Material for the task:
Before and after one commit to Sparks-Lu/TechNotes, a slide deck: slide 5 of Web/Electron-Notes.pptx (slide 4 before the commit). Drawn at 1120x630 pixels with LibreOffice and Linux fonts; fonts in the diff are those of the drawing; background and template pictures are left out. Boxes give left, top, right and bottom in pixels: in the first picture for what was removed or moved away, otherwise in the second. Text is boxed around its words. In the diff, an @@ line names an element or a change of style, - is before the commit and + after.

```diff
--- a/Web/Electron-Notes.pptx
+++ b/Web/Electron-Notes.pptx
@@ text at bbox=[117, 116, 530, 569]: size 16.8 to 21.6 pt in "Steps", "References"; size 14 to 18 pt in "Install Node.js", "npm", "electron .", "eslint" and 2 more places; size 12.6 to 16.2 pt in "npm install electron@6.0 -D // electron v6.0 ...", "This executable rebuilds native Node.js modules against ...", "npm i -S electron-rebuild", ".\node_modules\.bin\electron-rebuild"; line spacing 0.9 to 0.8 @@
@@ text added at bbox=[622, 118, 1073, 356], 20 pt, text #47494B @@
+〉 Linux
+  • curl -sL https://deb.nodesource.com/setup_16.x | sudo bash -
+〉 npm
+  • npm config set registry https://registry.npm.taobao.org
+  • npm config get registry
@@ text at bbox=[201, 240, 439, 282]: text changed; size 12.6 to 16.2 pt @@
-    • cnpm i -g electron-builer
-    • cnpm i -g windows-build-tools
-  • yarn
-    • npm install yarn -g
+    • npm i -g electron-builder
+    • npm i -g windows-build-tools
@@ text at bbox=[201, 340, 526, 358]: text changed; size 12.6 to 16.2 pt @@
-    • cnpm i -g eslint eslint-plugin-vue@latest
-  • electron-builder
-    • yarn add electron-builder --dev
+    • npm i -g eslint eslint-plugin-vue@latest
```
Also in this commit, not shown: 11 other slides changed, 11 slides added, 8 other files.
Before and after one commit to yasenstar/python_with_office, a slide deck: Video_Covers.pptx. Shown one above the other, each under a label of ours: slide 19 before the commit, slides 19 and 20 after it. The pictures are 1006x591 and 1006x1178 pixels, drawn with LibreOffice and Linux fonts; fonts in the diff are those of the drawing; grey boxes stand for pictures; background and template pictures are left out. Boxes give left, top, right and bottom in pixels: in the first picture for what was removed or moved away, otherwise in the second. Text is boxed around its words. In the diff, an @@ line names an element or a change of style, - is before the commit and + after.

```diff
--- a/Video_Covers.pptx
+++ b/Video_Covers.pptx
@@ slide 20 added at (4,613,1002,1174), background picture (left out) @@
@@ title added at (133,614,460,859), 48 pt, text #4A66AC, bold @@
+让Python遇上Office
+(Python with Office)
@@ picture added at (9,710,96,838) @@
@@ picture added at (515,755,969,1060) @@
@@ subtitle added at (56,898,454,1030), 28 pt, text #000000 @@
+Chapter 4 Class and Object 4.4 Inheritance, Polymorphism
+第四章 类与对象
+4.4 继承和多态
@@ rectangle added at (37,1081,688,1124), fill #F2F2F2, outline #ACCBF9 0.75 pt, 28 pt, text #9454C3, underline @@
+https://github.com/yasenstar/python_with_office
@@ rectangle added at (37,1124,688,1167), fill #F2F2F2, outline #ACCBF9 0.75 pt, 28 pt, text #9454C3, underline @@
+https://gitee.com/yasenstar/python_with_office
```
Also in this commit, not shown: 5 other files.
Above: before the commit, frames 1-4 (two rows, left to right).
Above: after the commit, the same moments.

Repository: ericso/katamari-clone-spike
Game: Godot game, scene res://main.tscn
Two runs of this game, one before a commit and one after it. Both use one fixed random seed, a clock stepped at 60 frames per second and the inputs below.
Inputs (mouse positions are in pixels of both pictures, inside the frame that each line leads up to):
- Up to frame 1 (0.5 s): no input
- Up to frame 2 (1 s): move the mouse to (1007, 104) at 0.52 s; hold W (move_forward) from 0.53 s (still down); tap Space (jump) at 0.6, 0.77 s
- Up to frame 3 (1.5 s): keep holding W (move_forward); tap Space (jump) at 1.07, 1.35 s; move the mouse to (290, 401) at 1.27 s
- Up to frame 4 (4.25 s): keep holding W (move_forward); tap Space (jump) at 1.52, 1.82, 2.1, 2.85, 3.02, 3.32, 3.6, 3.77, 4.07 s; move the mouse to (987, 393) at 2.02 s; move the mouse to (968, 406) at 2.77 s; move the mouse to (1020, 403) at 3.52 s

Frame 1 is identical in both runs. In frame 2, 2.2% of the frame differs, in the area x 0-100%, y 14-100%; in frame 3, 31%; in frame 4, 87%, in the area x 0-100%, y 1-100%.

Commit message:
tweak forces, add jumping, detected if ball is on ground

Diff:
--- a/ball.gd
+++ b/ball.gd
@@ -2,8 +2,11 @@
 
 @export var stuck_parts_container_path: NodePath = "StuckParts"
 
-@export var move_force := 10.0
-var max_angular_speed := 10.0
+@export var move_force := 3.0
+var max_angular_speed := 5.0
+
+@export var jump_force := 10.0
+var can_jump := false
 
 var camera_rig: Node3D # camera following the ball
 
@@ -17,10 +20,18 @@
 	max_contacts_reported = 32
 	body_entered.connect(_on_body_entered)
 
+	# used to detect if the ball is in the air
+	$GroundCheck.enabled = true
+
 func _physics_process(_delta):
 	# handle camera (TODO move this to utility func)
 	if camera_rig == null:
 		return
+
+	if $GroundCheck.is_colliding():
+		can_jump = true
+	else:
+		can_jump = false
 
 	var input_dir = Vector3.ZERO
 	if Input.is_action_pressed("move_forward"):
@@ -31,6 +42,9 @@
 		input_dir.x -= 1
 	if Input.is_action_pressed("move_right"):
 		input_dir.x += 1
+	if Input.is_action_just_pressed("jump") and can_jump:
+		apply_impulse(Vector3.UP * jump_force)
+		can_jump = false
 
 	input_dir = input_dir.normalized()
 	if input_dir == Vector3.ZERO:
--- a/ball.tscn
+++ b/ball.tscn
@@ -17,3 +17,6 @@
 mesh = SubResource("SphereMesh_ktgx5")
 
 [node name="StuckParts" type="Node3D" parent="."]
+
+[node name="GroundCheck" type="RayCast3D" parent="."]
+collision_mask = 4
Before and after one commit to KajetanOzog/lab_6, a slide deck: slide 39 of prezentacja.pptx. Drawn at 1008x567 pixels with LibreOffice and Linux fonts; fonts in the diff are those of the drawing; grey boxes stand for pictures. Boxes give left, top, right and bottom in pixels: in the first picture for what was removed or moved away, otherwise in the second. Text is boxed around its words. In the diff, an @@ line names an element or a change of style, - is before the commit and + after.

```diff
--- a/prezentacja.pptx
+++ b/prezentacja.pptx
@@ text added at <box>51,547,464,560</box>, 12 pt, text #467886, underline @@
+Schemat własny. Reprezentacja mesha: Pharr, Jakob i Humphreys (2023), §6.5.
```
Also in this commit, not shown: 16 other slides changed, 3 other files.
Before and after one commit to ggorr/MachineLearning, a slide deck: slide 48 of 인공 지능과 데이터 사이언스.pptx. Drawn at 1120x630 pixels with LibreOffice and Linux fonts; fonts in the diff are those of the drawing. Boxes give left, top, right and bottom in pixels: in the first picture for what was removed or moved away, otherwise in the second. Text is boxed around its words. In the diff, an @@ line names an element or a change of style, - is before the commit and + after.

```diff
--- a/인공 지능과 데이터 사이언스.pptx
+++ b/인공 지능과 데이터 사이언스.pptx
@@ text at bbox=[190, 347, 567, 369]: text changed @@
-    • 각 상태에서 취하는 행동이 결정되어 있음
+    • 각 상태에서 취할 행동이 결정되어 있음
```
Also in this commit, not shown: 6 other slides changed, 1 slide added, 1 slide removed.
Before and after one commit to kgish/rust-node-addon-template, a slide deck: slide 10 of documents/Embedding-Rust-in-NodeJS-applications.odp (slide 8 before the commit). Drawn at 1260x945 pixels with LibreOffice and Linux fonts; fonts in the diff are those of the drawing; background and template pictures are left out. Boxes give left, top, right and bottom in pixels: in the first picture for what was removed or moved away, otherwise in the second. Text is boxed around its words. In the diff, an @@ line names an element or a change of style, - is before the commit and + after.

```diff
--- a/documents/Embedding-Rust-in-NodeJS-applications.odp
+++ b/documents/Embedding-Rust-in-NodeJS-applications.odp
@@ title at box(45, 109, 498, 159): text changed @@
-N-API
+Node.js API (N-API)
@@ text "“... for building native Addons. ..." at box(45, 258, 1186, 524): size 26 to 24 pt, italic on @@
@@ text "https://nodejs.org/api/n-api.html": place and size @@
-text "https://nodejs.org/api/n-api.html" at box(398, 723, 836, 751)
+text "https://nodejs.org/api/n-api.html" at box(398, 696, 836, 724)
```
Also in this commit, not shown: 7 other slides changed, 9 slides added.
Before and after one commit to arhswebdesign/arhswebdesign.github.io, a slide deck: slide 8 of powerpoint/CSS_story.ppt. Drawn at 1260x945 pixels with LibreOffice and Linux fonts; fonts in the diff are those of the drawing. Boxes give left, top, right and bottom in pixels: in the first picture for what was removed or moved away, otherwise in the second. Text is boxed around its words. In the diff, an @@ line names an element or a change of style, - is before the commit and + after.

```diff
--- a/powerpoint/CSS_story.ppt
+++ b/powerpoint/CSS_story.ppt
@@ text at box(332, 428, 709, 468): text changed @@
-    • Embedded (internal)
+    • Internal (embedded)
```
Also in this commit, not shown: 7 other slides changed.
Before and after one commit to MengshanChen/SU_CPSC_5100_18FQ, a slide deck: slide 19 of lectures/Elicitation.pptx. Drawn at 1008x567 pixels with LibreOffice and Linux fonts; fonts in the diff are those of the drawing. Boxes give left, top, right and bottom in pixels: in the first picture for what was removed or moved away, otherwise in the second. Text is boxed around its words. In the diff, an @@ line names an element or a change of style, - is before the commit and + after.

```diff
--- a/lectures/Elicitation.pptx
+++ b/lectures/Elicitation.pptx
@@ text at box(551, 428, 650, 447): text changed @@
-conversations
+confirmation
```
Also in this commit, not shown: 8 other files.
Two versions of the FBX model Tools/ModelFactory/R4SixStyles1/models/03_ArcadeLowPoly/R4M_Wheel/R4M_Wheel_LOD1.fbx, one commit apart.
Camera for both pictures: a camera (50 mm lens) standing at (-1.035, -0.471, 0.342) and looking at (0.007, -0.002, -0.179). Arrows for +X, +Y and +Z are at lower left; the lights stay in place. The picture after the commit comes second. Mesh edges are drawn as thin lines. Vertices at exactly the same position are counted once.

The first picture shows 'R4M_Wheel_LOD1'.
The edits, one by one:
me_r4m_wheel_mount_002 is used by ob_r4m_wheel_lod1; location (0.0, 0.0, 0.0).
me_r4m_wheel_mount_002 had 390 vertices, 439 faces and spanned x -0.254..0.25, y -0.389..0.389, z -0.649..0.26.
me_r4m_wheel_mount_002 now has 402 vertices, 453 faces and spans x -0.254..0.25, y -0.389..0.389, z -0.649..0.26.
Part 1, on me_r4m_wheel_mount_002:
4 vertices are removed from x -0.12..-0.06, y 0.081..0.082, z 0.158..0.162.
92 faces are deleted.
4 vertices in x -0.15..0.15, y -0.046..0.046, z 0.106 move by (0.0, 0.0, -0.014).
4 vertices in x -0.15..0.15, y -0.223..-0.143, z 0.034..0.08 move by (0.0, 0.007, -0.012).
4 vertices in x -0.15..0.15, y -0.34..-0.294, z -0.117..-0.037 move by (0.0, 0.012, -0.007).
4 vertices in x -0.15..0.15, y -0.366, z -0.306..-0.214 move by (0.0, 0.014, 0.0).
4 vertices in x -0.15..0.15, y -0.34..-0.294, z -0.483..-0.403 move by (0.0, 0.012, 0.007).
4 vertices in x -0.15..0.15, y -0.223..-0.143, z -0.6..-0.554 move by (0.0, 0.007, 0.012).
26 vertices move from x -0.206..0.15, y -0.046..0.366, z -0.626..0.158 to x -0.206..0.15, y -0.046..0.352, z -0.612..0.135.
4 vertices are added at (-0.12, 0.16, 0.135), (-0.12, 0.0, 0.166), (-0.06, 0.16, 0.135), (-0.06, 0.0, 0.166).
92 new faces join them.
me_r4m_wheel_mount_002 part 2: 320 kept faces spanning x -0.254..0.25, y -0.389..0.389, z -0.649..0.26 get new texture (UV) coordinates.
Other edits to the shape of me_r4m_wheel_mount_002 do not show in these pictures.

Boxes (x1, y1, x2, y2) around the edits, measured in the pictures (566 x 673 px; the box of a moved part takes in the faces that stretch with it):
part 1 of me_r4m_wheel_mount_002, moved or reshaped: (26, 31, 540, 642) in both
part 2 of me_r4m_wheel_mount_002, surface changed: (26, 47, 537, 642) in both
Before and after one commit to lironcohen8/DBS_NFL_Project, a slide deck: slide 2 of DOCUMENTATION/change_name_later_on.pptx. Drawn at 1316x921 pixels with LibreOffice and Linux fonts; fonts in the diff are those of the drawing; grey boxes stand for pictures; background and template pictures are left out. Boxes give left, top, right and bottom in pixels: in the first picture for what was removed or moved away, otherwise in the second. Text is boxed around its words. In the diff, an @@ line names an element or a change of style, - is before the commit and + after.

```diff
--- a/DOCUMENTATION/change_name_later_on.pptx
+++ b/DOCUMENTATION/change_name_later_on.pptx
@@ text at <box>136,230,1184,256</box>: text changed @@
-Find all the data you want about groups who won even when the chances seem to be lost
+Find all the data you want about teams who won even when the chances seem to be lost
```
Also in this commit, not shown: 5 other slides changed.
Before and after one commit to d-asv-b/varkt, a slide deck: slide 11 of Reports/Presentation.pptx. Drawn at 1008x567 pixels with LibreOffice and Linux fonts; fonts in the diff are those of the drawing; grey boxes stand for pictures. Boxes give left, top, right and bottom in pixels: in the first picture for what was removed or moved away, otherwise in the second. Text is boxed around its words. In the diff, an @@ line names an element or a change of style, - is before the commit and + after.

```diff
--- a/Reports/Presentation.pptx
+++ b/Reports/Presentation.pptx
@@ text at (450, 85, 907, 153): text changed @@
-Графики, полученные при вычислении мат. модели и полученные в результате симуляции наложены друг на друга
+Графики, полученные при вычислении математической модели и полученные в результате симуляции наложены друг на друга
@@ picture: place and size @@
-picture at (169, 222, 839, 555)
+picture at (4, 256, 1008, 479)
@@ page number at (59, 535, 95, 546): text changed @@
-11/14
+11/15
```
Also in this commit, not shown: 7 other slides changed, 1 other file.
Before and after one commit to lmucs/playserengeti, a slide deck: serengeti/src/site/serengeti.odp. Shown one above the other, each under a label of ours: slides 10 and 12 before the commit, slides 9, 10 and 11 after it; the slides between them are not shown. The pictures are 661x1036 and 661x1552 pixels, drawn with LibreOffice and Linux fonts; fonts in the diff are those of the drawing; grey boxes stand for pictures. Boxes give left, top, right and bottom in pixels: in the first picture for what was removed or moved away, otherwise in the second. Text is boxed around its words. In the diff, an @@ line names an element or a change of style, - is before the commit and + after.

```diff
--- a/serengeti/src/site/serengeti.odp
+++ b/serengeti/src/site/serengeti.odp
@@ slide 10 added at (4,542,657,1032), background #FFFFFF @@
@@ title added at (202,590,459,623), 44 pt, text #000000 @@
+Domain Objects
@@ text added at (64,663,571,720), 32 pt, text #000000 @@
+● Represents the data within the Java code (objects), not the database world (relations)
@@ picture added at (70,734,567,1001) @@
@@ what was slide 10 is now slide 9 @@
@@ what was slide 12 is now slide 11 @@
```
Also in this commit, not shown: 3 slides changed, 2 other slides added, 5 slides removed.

What you should do: At the first line of the material above, start reproducing each line exactly, and end with the line that holds "Also in this commit, not shown: 11", adding nothing.

Solution for this exercise:
Before and after one commit to Sparks-Lu/TechNotes, a slide deck: slide 5 of Web/Electron-Notes.pptx (slide 4 before the commit). Drawn at 1120x630 pixels with LibreOffice and Linux fonts; fonts in the diff are those of the drawing; background and template pictures are left out. Boxes give left, top, right and bottom in pixels: in the first picture for what was removed or moved away, otherwise in the second. Text is boxed around its words. In the diff, an @@ line names an element or a change of style, - is before the commit and + after.

```diff
--- a/Web/Electron-Notes.pptx
+++ b/Web/Electron-Notes.pptx
@@ text at bbox=[117, 116, 530, 569]: size 16.8 to 21.6 pt in "Steps", "References"; size 14 to 18 pt in "Install Node.js", "npm", "electron .", "eslint" and 2 more places; size 12.6 to 16.2 pt in "npm install electron@6.0 -D // electron v6.0 ...", "This executable rebuilds native Node.js modules against ...", "npm i -S electron-rebuild", ".\node_modules\.bin\electron-rebuild"; line spacing 0.9 to 0.8 @@
@@ text added at bbox=[622, 118, 1073, 356], 20 pt, text #47494B @@
+〉 Linux
+  • curl -sL https://deb.nodesource.com/setup_16.x | sudo bash -
+〉 npm
+  • npm config set registry https://registry.npm.taobao.org
+  • npm config get registry
@@ text at bbox=[201, 240, 439, 282]: text changed; size 12.6 to 16.2 pt @@
-    • cnpm i -g electron-builer
-    • cnpm i -g windows-build-tools
-  • yarn
-    • npm install yarn -g
+    • npm i -g electron-builder
+    • npm i -g windows-build-tools
@@ text at bbox=[201, 340, 526, 358]: text changed; size 12.6 to 16.2 pt @@
-    • cnpm i -g eslint eslint-plugin-vue@latest
-  • electron-builder
-    • yarn add electron-builder --dev
+    • npm i -g eslint eslint-plugin-vue@latest
```
Also in this commit, not shown: 11 other slides changed, 11 slides added, 8 other files.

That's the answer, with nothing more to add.